## EXERCISE OBJECTIVE
Scan the listing for the word "size", and copy out each line where it is found.

## SUPPLIED RECORDS
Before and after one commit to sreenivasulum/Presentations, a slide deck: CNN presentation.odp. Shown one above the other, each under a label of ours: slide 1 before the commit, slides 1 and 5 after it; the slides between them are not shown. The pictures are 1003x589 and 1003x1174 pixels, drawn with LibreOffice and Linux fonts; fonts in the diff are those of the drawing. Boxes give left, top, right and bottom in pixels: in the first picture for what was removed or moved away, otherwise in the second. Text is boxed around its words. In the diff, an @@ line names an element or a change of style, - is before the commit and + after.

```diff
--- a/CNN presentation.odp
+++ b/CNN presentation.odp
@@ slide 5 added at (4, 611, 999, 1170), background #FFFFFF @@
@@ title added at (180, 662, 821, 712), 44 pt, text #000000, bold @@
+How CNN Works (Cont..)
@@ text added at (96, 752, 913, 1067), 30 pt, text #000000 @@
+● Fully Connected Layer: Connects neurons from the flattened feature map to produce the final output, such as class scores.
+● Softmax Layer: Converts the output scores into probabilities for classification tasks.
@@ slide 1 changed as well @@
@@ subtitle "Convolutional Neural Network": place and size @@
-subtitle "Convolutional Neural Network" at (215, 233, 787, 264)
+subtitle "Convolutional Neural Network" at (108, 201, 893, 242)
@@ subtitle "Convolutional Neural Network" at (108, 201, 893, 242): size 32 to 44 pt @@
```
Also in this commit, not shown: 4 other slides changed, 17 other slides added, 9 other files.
---
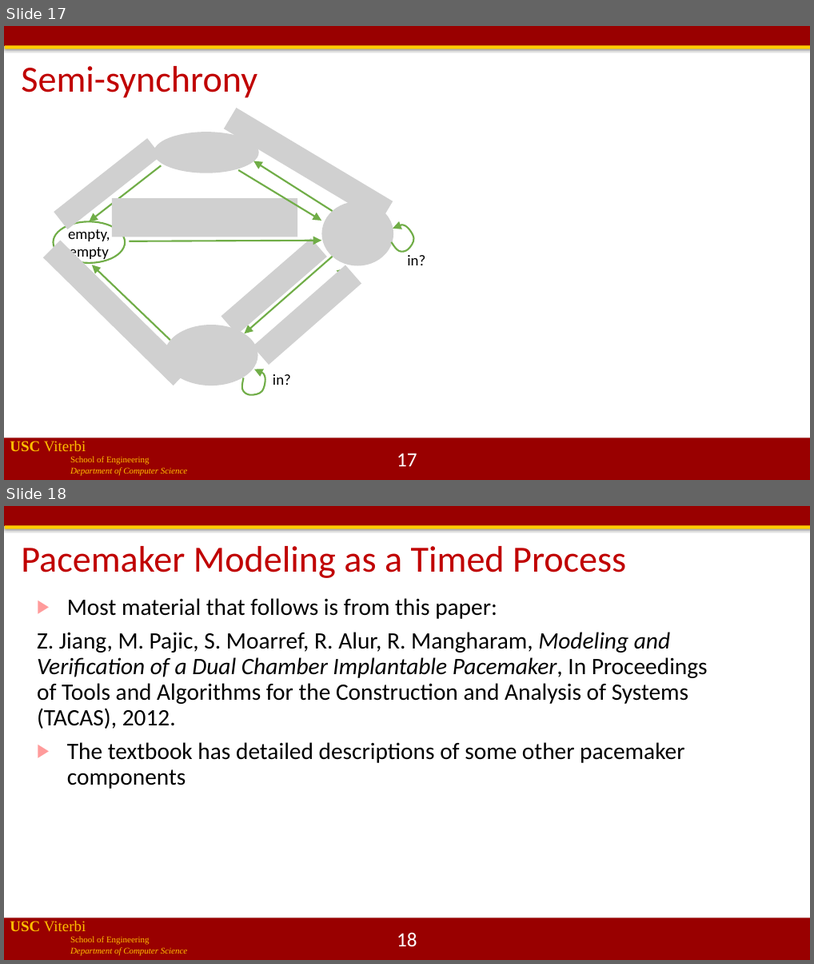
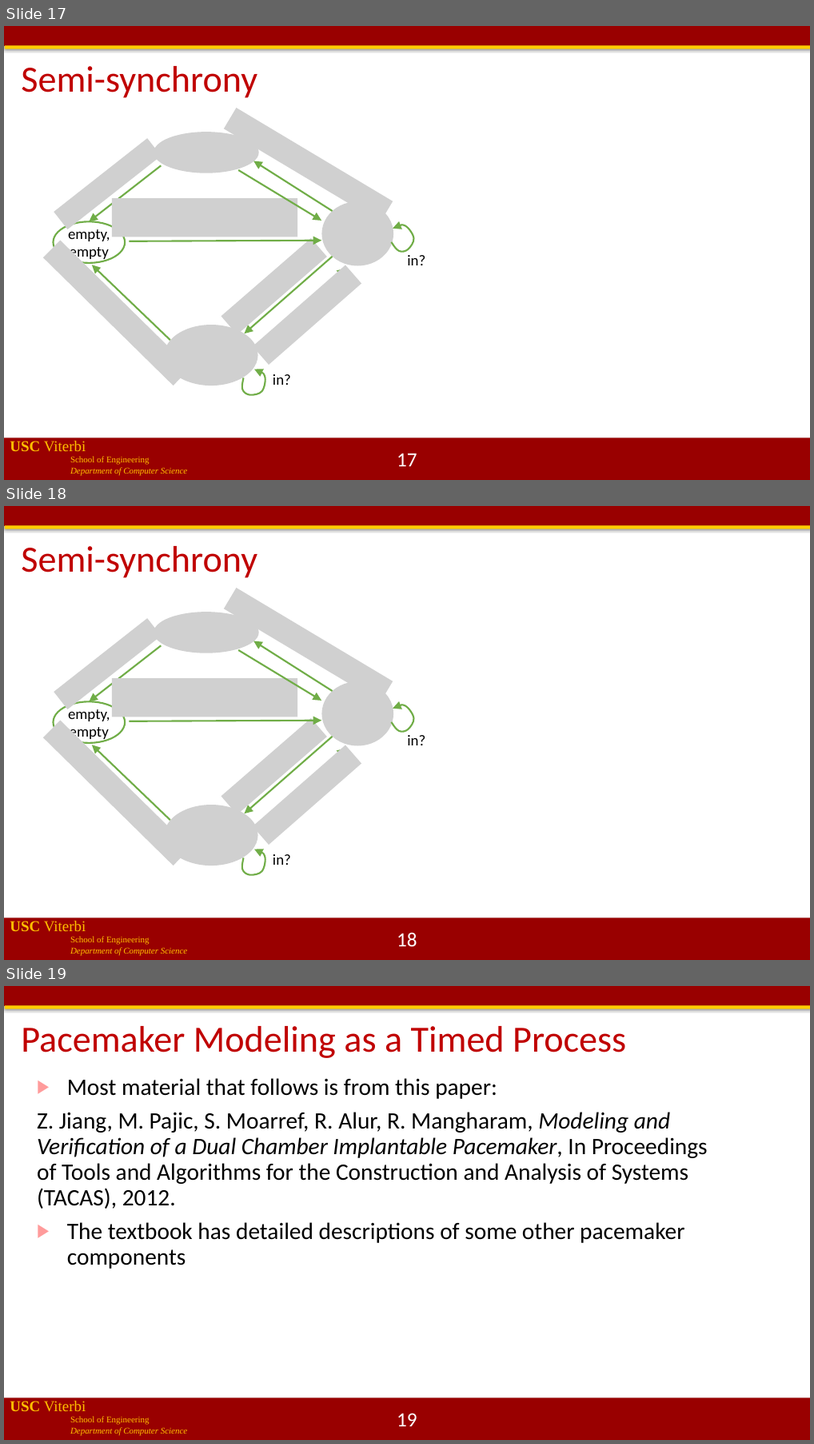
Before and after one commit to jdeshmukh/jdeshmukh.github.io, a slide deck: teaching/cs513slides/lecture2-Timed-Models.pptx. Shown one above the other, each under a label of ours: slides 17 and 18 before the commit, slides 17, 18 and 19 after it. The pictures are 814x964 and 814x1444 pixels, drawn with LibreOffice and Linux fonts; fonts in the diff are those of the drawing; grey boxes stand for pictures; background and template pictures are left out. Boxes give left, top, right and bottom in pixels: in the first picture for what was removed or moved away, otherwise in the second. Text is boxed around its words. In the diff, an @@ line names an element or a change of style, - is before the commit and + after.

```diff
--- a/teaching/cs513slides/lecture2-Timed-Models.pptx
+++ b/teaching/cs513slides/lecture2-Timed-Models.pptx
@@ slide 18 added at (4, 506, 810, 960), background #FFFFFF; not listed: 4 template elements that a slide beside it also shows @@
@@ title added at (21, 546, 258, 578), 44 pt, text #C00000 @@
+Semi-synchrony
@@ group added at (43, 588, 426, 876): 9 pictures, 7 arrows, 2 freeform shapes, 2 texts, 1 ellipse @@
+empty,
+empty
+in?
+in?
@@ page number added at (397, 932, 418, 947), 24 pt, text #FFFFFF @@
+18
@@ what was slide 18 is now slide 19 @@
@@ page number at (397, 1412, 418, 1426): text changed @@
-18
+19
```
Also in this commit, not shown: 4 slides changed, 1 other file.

## FINISHED EXERCISE
@@ subtitle "Convolutional Neural Network": place and size @@
@@ subtitle "Convolutional Neural Network" at (108, 201, 893, 242): size 32 to 44 pt @@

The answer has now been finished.